In a commentary published Tuesday in the Journal of the American Medical Association, the researchers say that some hospitals may appear better or worse than their competitors because of faulty data that appears when hospitals look harder, and therefore find more evidence of complications in their patients.

"Performance measurement is essential for improving quality and reducing costs of medical care," they wrote. "However, most outcome measures in use do not sufficiently standardize surveillance for events and those at risk for events, likely introducing substantial measurement error."

They give the example of screening for deep vein thrombosis, a condition that is labeled as hospital-acquired when it occurs in orthopedic or other procedures. In those cases, Medicare won't pay hospitals for additional care that those avoidable outcomes require.

"Everyone wants to know, 'What is the best hospital?' "Where should I have my surgery?' Haut said in a news release. "People want to compare hospitals, but if the science can't keep up, maybe we're doing more harm than good when we report certain kinds of data. It raises a different question: Are the numbers being reported meaningful?"

Without standardizing the way hospitals look for these complications, data that points to better or worse quality care "may be worthless," he said.

DVT is a common, life-threatening complication that can occur with greater frequency in trauma patients, and some clinicians use duplex ultrasound to screen trauma patients even if they are asymptomatic.

"Other clinicians argue this approach is neither clinically necessary nor cost-effective and therefore do not routinely screen for DVT in trauma patients," they wrote.

"This clinical uncertainty leads to variability in the use of screening duplex ultrasound, creating variability in rates of DVT identified and reported – a typical example of surveillance bias."

That's "a clear incentive to avoid diagnosing this event," they wrote. This surveillance bias "may become extensive, leading to erroneous, undeserved payments for these biased measures of higher or lower quality."

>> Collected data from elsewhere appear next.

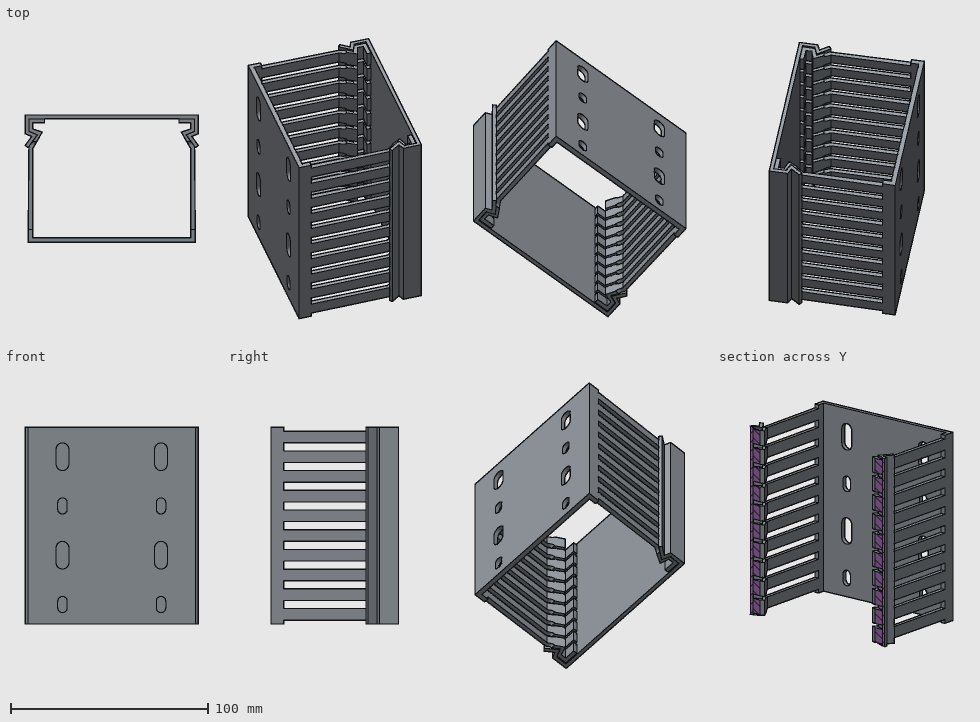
import cadquery as cq
import math


length = 100.0
depth = 64.7

cover_half_width = 44.0
cover_plate = 2.0
cover_wall = 1.9
skirt_depth = 9.6
groove_x = 40.7
groove_depth = 10.95
hook_tip_depth = 15.5

base_half_width = 42.5
base_plate = 2.5
inner_half_width = 40.0
lip_thickness = 2.1
lip_inner_x = 34.0
head_bend_depth = 7.1
inner_apex_x = 35.2
inner_apex_depth = 8.7
inner_bend_depth = 17.0

pitch = 10.0
finger_width = 6.0
head_width = 8.0
slot_floor = 6.6
head_start_depth = 13.55
overcut = 1.0

mount_x = 25.0
mount_pitch = 50.0
large_slot = (14.0, 6.5)
large_slot_z = 35.0
small_slot = (8.2, 4.8)
small_slot_z = 10.0


def symmetric_extrusion(right_points):
    """Mirror the right half of a section, an ordered list of points, and extrude it."""
    left_points = [(-x, y) for x, y in reversed(right_points)]
    outline = right_points + left_points
    return cq.Workplane("XY").polyline(outline).close().extrude(length)


def offset_path(path, distance):
    """Offset an open path to its right by the given distance, with mitred corners."""
    normals = []
    for (x0, y0), (x1, y1) in zip(path, path[1:]):
        span = math.hypot(x1 - x0, y1 - y0)
        normals.append(((y1 - y0) / span, (x0 - x1) / span))
    normals = [normals[0]] + normals + [normals[-1]]
    moved = []
    for (x, y), (ax, ay), (bx, by) in zip(path, normals, normals[1:]):
        mitre = distance / (1 + ax * bx + ay * by)
        moved.append((x + mitre * (ax + bx), y + mitre * (ay + by)))
    return moved


cover_outside = [
    (cover_half_width, depth),
    (cover_half_width, depth - skirt_depth),
    (groove_x, depth - groove_depth),
    (cover_half_width, depth - hook_tip_depth),
]
_, skirt_end, snap_apex, hook_tip = offset_path(cover_outside, cover_wall)
skirt_inner_x = cover_half_width - cover_wall
lip_top = depth - cover_plate

hook_slope = (hook_tip[1] - snap_apex[1]) / (hook_tip[0] - snap_apex[0])
outer_bend = (skirt_inner_x, snap_apex[1] + hook_slope * (skirt_inner_x - snap_apex[0]))
finger_outside = [(lip_inner_x, lip_top), (skirt_inner_x, lip_top), skirt_end, snap_apex, outer_bend]
finger_inside = [
    (lip_inner_x, lip_top - lip_thickness),
    (inner_half_width, lip_top - lip_thickness),
    (inner_half_width, depth - head_bend_depth),
    (inner_apex_x, depth - inner_apex_depth),
    (inner_half_width, depth - inner_bend_depth),
]


def make_cover():
    inside = [hook_tip, snap_apex, skirt_end, (skirt_inner_x, lip_top)]
    return symmetric_extrusion(cover_outside + inside)


def trunk_profile():
    wall = [(base_half_width, 0)] + finger_outside[::-1]
    return symmetric_extrusion(wall + finger_inside + [(inner_half_width, base_plate)])


def finger_slots():
    """Full-width cutters between fingers: a wide gap with a round end, then a narrow gap between heads."""
    half_gap = (pitch - finger_width) / 2
    half_head_gap = (pitch - head_width) / 2
    head_y = depth - head_start_depth
    round_y = head_y - math.sqrt(half_gap**2 - half_head_gap**2)
    half_width = base_half_width + overcut
    slot_count = round(length / pitch) + 1
    diagonal = half_gap * math.sqrt(0.5)
    slot = (
        cq.Workplane("YZ")
        .workplane(offset=-half_width)
        .moveTo(slot_floor, -half_gap)
        .lineTo(round_y, -half_gap)
        .threePointArc((round_y + diagonal, -diagonal), (head_y, -half_head_gap))
        .lineTo(lip_top, -half_head_gap)
        .lineTo(lip_top, half_head_gap)
        .lineTo(head_y, half_head_gap)
        .threePointArc((round_y + diagonal, diagonal), (round_y, half_gap))
        .lineTo(slot_floor, half_gap)
        .close()
        .extrude(2 * half_width)
    )
    return [slot.translate((0, 0, index * pitch)).val() for index in range(slot_count)]


def mounting_slots():
    cutters = []
    for (slot_length, slot_width), first_z in ((large_slot, large_slot_z), (small_slot, small_slot_z)):
        centres = [(x, first_z + row * mount_pitch) for x in (-mount_x, mount_x) for row in range(2)]
        cutters += (
            cq.Workplane("XZ")
            .pushPoints(centres)
            .slot2D(slot_length, slot_width, 90)
            .extrude(-base_plate)
            .vals()
        )
    return cutters


def make_trunk():
    trunk = trunk_profile()
    for cutter in finger_slots() + mounting_slots():
        trunk = trunk.cut(cq.Workplane(cutter))
    return trunk


cover = make_cover()
trunk = make_trunk()

result = cq.Compound.makeCompound([cover.val(), trunk.val()])

Incentives to improve outcomes "may encourage clinicians to avoid appropriate diagnostic testing to minimize reported complications. Because performance measures do not specify surveillance, outcomes that are not sought ordinarily will not be detected."

The answer, the researchers suggest, is that when measures for reporting are set forth, they must be done based on principles from clinical research. "To do otherwise would be reckless and unjust."

And since surveillance is expensive, "key decisions involve who should pay these expenses and whether certain measurements are worth the financial investments."

They identified three steps to improve measurement.

1. Guidelines should specify which patients and events are at risk, the sensitivity and specificity of the screening tests, and the net risks and benefits associated with false positive results.

2. Costs and benefits of proposed measures should include rational prioritization of which measures to mandate. "Policymakers could require a formal post hoc review evaluating the risks, benefits and harms of the outcome measures after implementation."

3. Performance measures could link a process of care with adverse outcomes when defining incidence of preventable harm. "When standardized surveillance is too costly or risky, processes of care among those sustaining the outcome could be examined. For example, what percentage of patients who develop a DVT (outcome) received appropriate risk assessment and prophylaxis (process)?"

Pronovost this month was named director of the newly established Armstrong Institute for Patient Safety and Quality at Johns Hopkins. He was simultaneously named Johns Hopkins Medicine’s senior vice president for patient safety and quality.